Да! Армия здесь иногда уводит читателя в какую-то другую сторону. В опыте моих разговоров – женщины начинают жалеть: побьют, не побьют. Мужчины и женщины читают по-разному. Мужчины рассказывают свои переживания о своем опыте армии, кто-то говорит, что даже в голову не приходило что-то писать. А так… этой метафорой, правильной какой-то и светлой все раскрывается иначе

Последнее, что хочу спросить. Визуально, графически не было ли каких-то вещей, которые тебя смущали, когда читал? Разбивка на главы, или превью перед главами…

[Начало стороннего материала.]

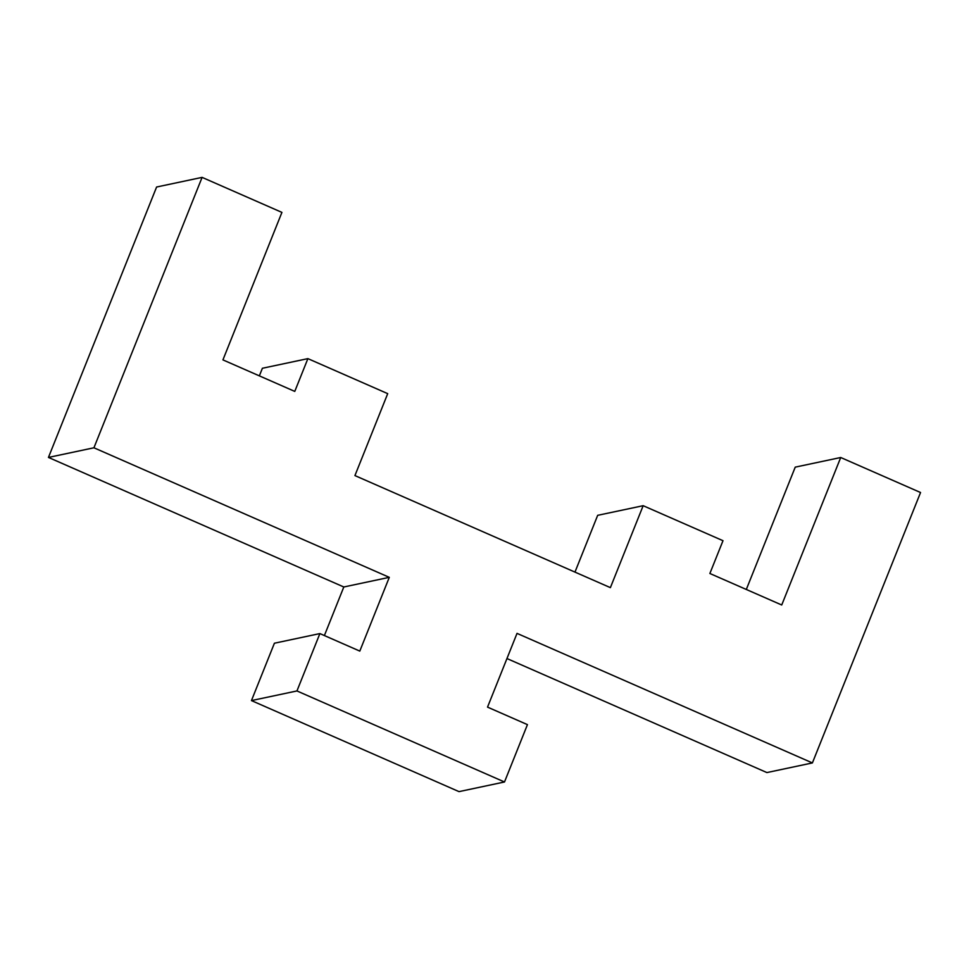 <?xml version="1.0" encoding="UTF-8"?>
<svg xmlns="http://www.w3.org/2000/svg" width="969" height="969" viewBox="0 0 969 969"><rect width="100%" height="100%" fill="white"/><g stroke="black" fill="none" stroke-linecap="round" stroke-linejoin="round"><path stroke-width="1.45" d="M281.918 212.393L222.931 359.887L294.77 391.403L307.888 358.627L387.709 393.644L354.933 475.585L610.385 587.638L643.162 505.697L722.995 540.702L709.877 573.491L781.729 604.995L840.717 457.501L920.55 492.518L812.397 762.93L517.022 633.375L487.528 707.116L527.439 724.63L504.498 781.983L296.95 690.945L319.891 633.581L359.802 651.095L389.296 577.342L93.932 447.787L202.097 177.375L281.918 212.393M259.353 375.863L262.393 368.268L307.888 358.627M574.968 572.098L597.679 515.326L643.162 505.697M746.312 589.467L795.234 467.143L840.717 457.501M506.957 658.545L766.903 772.572L812.397 762.93M296.95 690.945L251.455 700.587L459.015 791.625L504.498 781.983M251.455 700.587L274.409 643.222L319.891 633.581M324.385 635.555L343.813 586.984L389.296 577.342M343.813 586.984L48.45 457.429L93.932 447.787M48.45 457.429L156.603 187.017L202.097 177.375"/></g></svg>

Нет. Возникает такая святая наивность. Не в смысле обиходном, а в смысле… я становлюсь собой и ощущаю себя свободным в тот момент, когда предельно открываюсь. Вот я – я. И нет специальности. Это вызывает доверие.

А что происходит с героем в финале, который получается не открытым, а, наоборот, закрытым. Герой растворяется…

Да, нет, он не растворяется, он куда-то исчезает. Он исчезает, как в фильмах Вуди Аллена. Какая-то мудрость… Жизнь, она за счет того, что она куда-то исчезает. И так остается самой собой, т.е. загадкой, остается на свободе.

Он куда-то ушел. Как Левинас говорит, что Другой – это, в первую очередь, он, а не ты, потому что ты – это второе лицо. Но даже, когда я общаюсь с другим, как с «ты», со вторым лицом, он всегда находится в следе собственного ухода, даже присутствуя. Даже, говорит, лик, лик другого человека может отсутствовать, принадлежа следу оности как бы. В этом смысле, история не заканчивается, т.е. жизнь не превращается в судьбу, жизнь не прикрывается крышкой гроба и в нее не заколачивается гвоздь, да? Как в биография: был, вот столько сделал, помер – и теперь мы все его любим. Не, не умер, ускользнул просто. И в этом кайф такой, благоговение перед жизнью.

За ним перестали наблюдать?..

Да-да. Как Морис Бланшо говорил, что хороший рассказ должен быть рассказом, который невозможно пересказать, т.е. его никак невозможно репрессировать, т.е. для того, чтобы его пересказать нужно будет просто заново его перечитать, т.е. он должен быть абсолютно защищенным. На него нельзя никак воздействовать и переврать, в этом смысле, тоже нельзя. А если он себя начинает столбить в конце, то он превращается в догму, настаивает на себе и помирает в тот же момент – превращается в памятник. Как Деррида говорил, что символ – это всегда надгробная плита, да? В этом смысле, культура – это кладбище, символ – это надгробные плиты. Ушедших… чего? Что-то уже ушло непонятно куда. Остались следы – памятники, памятники, памятники. А если памятники, то под памятниками кто-то закопан, в могилах. А тут, в романе, именно след. Поэтому герой исчез. Ни памятника – ничего. В этом смысле, круто! Хорошо.